Correlation Between Citigroup and GENTING SG
Can any of the company-specific risk be diversified away by investing in both Citigroup and GENTING SG at the same time? Although using a correlation coefficient on its own may not help to predict future stock returns, this module helps to understand the diversifiable risk of combining Citigroup and GENTING SG into the same portfolio, which is an essential part of the fundamental portfolio management process.
By analyzing existing cross correlation between Citigroup and GENTING SG LTD, you can compare the effects of market volatilities on Citigroup and GENTING SG and check how they will diversify away market risk if combined in the same portfolio for a given time horizon. You can also utilize pair trading strategies of matching a long position in Citigroup with a short position of GENTING SG. Check out your portfolio center. Please also check ongoing floating volatility patterns of Citigroup and GENTING SG.
Diversification Opportunities for Citigroup and GENTING SG
-0.76 | Correlation Coefficient |
Pay attention - limited upside
The 3 months correlation between Citigroup and GENTING is -0.76. Overlapping area represents the amount of risk that can be diversified away by holding Citigroup and GENTING SG LTD in the same portfolio, assuming nothing else is changed. The correlation between historical prices or returns on GENTING SG LTD and Citigroup is a relative statistical measure of the degree to which these equity instruments tend to move together. The correlation coefficient measures the extent to which returns on Citigroup are associated (or correlated) with GENTING SG. Values of the correlation coefficient range from -1 to +1, where. The correlation of zero (0) is possible when the price movement of GENTING SG LTD has no effect on the direction of Citigroup i.e., Citigroup and GENTING SG go up and down completely randomly.

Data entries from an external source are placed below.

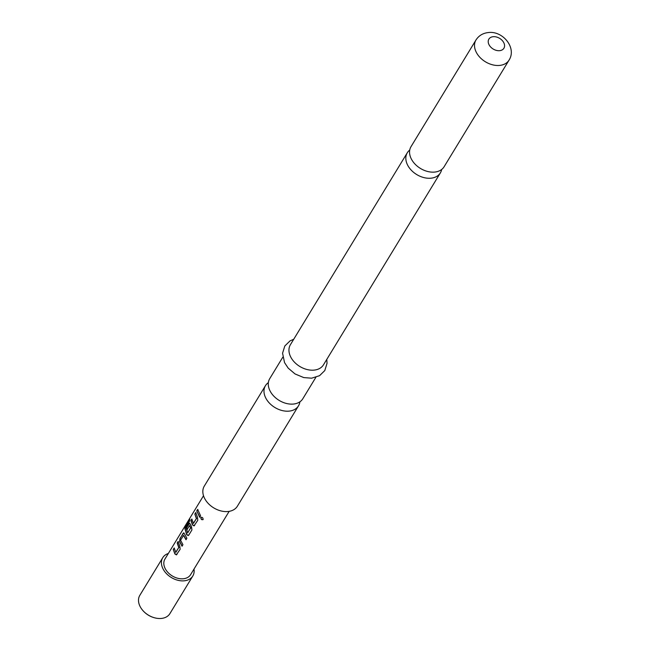 <?xml version="1.0" encoding="UTF-8"?>
<svg xmlns="http://www.w3.org/2000/svg" width="651" height="651" viewBox="0 0 651 651"><rect width="100%" height="100%" fill="white"/><g stroke="black" fill="none" stroke-linecap="round" stroke-linejoin="round"><path stroke-width="0.98" d="M203.079 519.539C201.598 520.051 200.874 519.36 200.915 517.464C202.298 517.024 203.022 517.716 203.079 519.539L202.966 519.677M203.202 519.425C201.729 519.954 201.021 519.27 201.078 517.382L201.216 517.22M509.049 60.12L444.088 166.778A19.359 13.72 -148.7 0 1 434.599 172.084A19.359 13.72 -148.7 0 1 410.984 158.242A19.359 13.72 -148.7 0 1 411.025 146.646L475.987 39.98A19.359 13.72 31.3 0 0 479.746 57.182A19.359 13.72 31.3 0 0 499.553 65.425A19.359 13.72 31.3 0 0 509.049 60.12C517 47.808 502.702 30.597 488.348 32.55C482.936 33.128 478.81 35.61 475.987 39.98M282.794 357.204L269.75 378.622A19.359 13.72 31.3 0 0 269.709 390.218A19.359 13.72 31.3 0 0 293.316 404.059A19.359 13.72 31.3 0 0 302.813 398.754L315.857 377.336M193.99 569.104A17.593 12.467 -148.7 0 1 192.81 575.997A17.593 12.467 -148.7 0 1 184.184 580.822A17.593 12.467 -148.7 0 1 166.176 573.328A17.593 12.467 -148.7 0 1 162.75 557.695A17.593 12.467 -148.7 0 1 168.34 553.48M192.81 575.997L169.895 613.633A17.593 12.467 -148.7 0 1 161.261 618.45A17.593 12.467 -148.7 0 1 156.094 618.157A17.593 12.467 -148.7 0 1 142.146 609.662A17.593 12.467 -148.7 0 1 139.835 595.323L162.75 557.695M409.739 150.055A19.359 13.72 31.3 0 0 407.298 152.765A19.359 13.72 31.3 0 0 407.257 164.361A19.359 13.72 31.3 0 0 430.864 178.203A19.359 13.72 31.3 0 0 440.361 172.906A19.359 13.72 31.3 0 0 441.655 169.488M268.367 382.625A19.359 13.72 31.3 0 0 265.445 385.693L204.308 486.077A19.359 13.72 31.3 0 0 208.068 503.28A19.359 13.72 31.3 0 0 227.874 511.523A19.359 13.72 31.3 0 0 237.371 506.218L298.508 405.825A19.359 13.72 31.3 0 0 299.891 401.822M265.445 385.693A19.359 13.72 31.3 0 0 265.405 397.289A19.359 13.72 31.3 0 0 289.011 411.131A19.359 13.72 31.3 0 0 298.508 405.825M407.298 152.765L290.419 344.688A19.359 13.72 31.3 0 0 294.179 361.883A19.359 13.72 31.3 0 0 313.985 370.126A19.359 13.72 31.3 0 0 323.482 364.82L440.361 172.906M176.991 554.449L174.948 554.066L173.256 549.501L174.159 548.02L175.835 552.357L178.756 547.556L177.202 543.015L178.105 541.534L179.798 546.099L180.156 549.257L176.356 554.888M175.705 552.325L178.756 547.556M182.199 546.124L179.782 541.681L180.197 538.491L183.143 533.267L184.428 533.706L186.878 538.222L185.974 539.703L183.509 535.423L180.587 540.224L182.931 544.7L182.028 546.189L179.578 541.681L179.977 538.467L183.785 532.803M187.122 529.833L186.642 527.904L189.018 523.616L190.304 524.063L191.557 526.797L191.915 529.955L188.749 535.155L186.699 534.764L184.892 528.604L185.909 525.512L189.71 519.278L189.531 521.109L185.893 527.204L187.691 532.892L190.597 527.863L189.482 525.617L186.91 529.833L186.43 527.871L189.669 523.152M187.553 532.86L190.613 528.091M188.749 535.155L188.106 535.586M194.625 525.503L192.582 525.113L190.889 520.548L191.793 519.067L193.469 523.404L196.39 518.603L194.836 514.062L195.739 512.581L197.432 517.146L197.79 520.304L193.982 525.935M193.331 523.371L196.39 518.603M200.565 515.755L199.662 517.236L196.765 510.905L197.668 509.416L200.565 515.755M229.16 511.352L190.605 574.654A15.014 10.644 -148.7 0 1 183.24 578.772A15.014 10.644 -148.7 0 1 167.877 572.375A15.014 10.644 -148.7 0 1 164.955 559.038L203.511 495.728M199.833 517.171L196.765 510.905M196.984 510.937L197.888 509.448M196.586 518.562L194.836 514.062M195.048 514.095L195.959 512.614M194.071 525.902L192.769 525.08L191.101 520.58L192.004 519.099M188.196 535.553L186.894 534.723L185.112 528.661L186.129 525.593L189.921 519.36M189.238 523.648L189.766 523.192M190.808 528.051L189.693 525.617M183.354 533.299L183.891 532.843M186.145 539.638L183.712 535.431M178.952 547.515L177.422 543.048L178.325 541.559M176.437 554.855L175.135 554.025L173.256 549.501M173.475 549.534L174.378 548.052M493.189 36.7A8.797 6.233 31.3 0 0 488.86 44.382A8.797 6.233 31.3 0 0 499.586 50.672A8.797 6.233 31.3 0 0 503.923 42.99A8.797 6.233 31.3 0 0 493.189 36.7M326.794 359.376L327.03 363.364L324.792 370.565L319.568 375.676L311.626 378.182L303.74 377.58L295.041 373.943L288.173 368.108L284.544 362.607L282.567 353.208L284.812 345.99L290.02 340.904L293.731 339.244M142.146 609.662A23.46 23.46 0 0 0 156.094 618.157"/></g></svg>
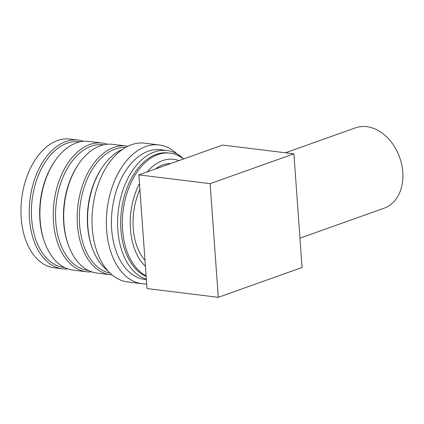 <?xml version="1.0" encoding="UTF-8"?>
<svg xmlns="http://www.w3.org/2000/svg" width="424" height="424" viewBox="0 0 424 424"><rect width="100%" height="100%" fill="white"/><g stroke="black" fill="none" stroke-linecap="round" stroke-linejoin="round"><path stroke-width="0.64" d="M285.442 152.788L355.476 127.863A42.649 31.721 70.4 0 1 366.813 126.675A42.649 31.721 70.4 0 1 401.724 164.698A42.649 31.721 70.4 0 1 384.08 208.216L299.964 238.156M170.697 163.547A53 33.199 97 0 0 155.391 168.996M139.909 189.491A53 33.199 97 0 0 133.253 228.192A53 33.199 97 0 0 144.987 260.347M178.928 160.622A57.425 35.966 97 0 0 147.16 171.927M139.48 183.513A57.425 35.966 97 0 0 130.47 229.183A57.425 35.966 97 0 0 145.416 266.325M183.534 158.979A63.118 39.533 97 0 0 170.056 153.138A63.118 39.533 97 0 0 122.594 229.93A63.118 39.533 97 0 0 146.094 275.78M170.056 153.138L168.376 152.931A63.118 39.533 97 0 0 120.92 229.723A63.118 39.533 97 0 0 146.137 276.379M183.64 158.942A65.354 40.932 97 0 0 166.961 150.504A65.354 40.932 97 0 0 117.819 230.015A65.354 40.932 97 0 0 146.338 279.215M166.961 150.504L160.818 149.746A65.354 40.932 97 0 0 111.676 229.262A65.354 40.932 97 0 0 144.844 279.474L146.37 279.66M176.845 153.801A69.912 43.789 97 0 0 159.186 144.95A69.912 43.789 97 0 0 106.615 230.015A69.912 43.789 97 0 0 142.093 283.73A69.912 43.789 97 0 0 146.678 283.91M159.186 144.95L144.844 143.185A69.912 43.789 97 0 0 92.273 228.244A69.912 43.789 97 0 0 127.751 281.965L142.093 283.73M122.642 149.333A64.835 40.609 97 0 0 102.009 167.75A64.835 40.609 97 0 0 87.826 226.167A64.835 40.609 97 0 0 92.156 247.743A64.835 40.609 97 0 0 107.707 270.613M102.009 167.75L101.416 168.646A63.282 39.633 97 0 0 87.572 225.669A63.282 39.633 97 0 0 91.801 246.726L92.156 247.743M125.478 147.541A63.282 39.633 97 0 0 79.58 224.683A63.282 39.633 97 0 0 110.017 273.04M127.863 146.269A64.835 40.609 97 0 0 126.182 146.004A64.835 40.609 97 0 0 77.428 224.884A64.835 40.609 97 0 0 110.33 274.699A64.835 40.609 97 0 0 112.031 274.853M126.182 146.004L112.705 144.346A64.835 40.609 97 0 0 78.133 164.809A64.835 40.609 97 0 0 63.95 223.225A64.835 40.609 97 0 0 68.28 244.802A64.835 40.609 97 0 0 96.852 273.04L110.33 274.699M78.133 164.809L77.539 165.704A63.282 39.633 97 0 0 63.695 222.727A63.282 39.633 97 0 0 67.925 243.784L68.28 244.802M103.748 144.807L103.361 144.759A63.282 39.633 97 0 0 55.777 221.752A63.282 39.633 97 0 0 87.89 270.374L88.277 270.422M107.405 144.245A64.835 40.609 97 0 0 102.237 143.058A64.835 40.609 97 0 0 53.488 221.938A64.835 40.609 97 0 0 86.385 271.752A64.835 40.609 97 0 0 91.685 271.848M102.237 143.058L88.892 141.415A64.835 40.609 97 0 0 54.32 161.873A64.835 40.609 97 0 0 40.142 220.294A64.835 40.609 97 0 0 44.467 241.866A64.835 40.609 97 0 0 73.039 270.104L86.385 271.752M54.32 161.873L53.726 162.774A63.282 39.633 97 0 0 39.888 219.791A63.282 39.633 97 0 0 44.112 240.853L44.467 241.866M79.935 141.876L79.214 141.786A63.282 39.633 97 0 0 31.63 218.779A63.282 39.633 97 0 0 63.743 267.396L64.464 267.486M83.496 141.319A64.835 40.609 97 0 0 78.233 140.1A64.835 40.609 97 0 0 29.484 218.98A64.835 40.609 97 0 0 62.386 268.795A64.835 40.609 97 0 0 67.782 268.885M78.233 140.1L69.949 139.077A64.835 40.609 97 0 0 21.2 217.963A64.835 40.609 97 0 0 54.102 267.772L62.386 268.795M293.917 153.833L222.648 145.056L138.86 174.884L147.006 288.548L218.281 297.325L302.068 267.496L293.917 153.833L210.134 183.661L218.281 297.325M138.86 174.884L210.134 183.661"/></g></svg>

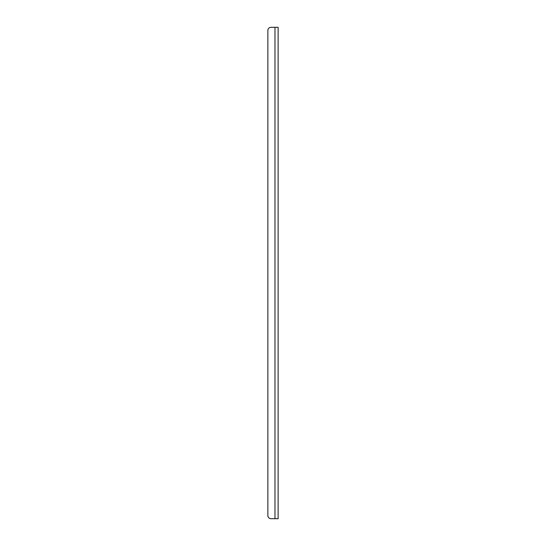 <?xml version="1.0" encoding="UTF-8"?>
<svg xmlns="http://www.w3.org/2000/svg" width="546" height="546" viewBox="0 0 546 546"><rect width="100%" height="100%" fill="white"/><g stroke="black" fill="none" stroke-linecap="round" stroke-linejoin="round"><path stroke-width="0.82" d="M274.972 518.7L274.972 27.3L271.028 27.3L278.132 27.3L278.132 518.7L271.028 518.7A3.16 3.16 0 0 1 267.868 515.54L267.868 30.46L267.868 515.54M271.028 27.3A3.16 3.16 0 0 0 267.868 30.46"/></g></svg>

Pair Corralation between Citigroup and GENTING SG
Taking into account the 90-day investment horizon Citigroup is expected to generate 0.67 times more return on investment than GENTING SG. However, Citigroup is 1.49 times less risky than GENTING SG. It trades about 0.07 of its potential returns per unit of risk. GENTING SG LTD is currently generating about 0.0 per unit of risk. If you would invest 4,812 in Citigroup on October 22, 2024 and sell it today you would earn a total of 3,187 from holding Citigroup or generate 66.23% return on investment over 90 days.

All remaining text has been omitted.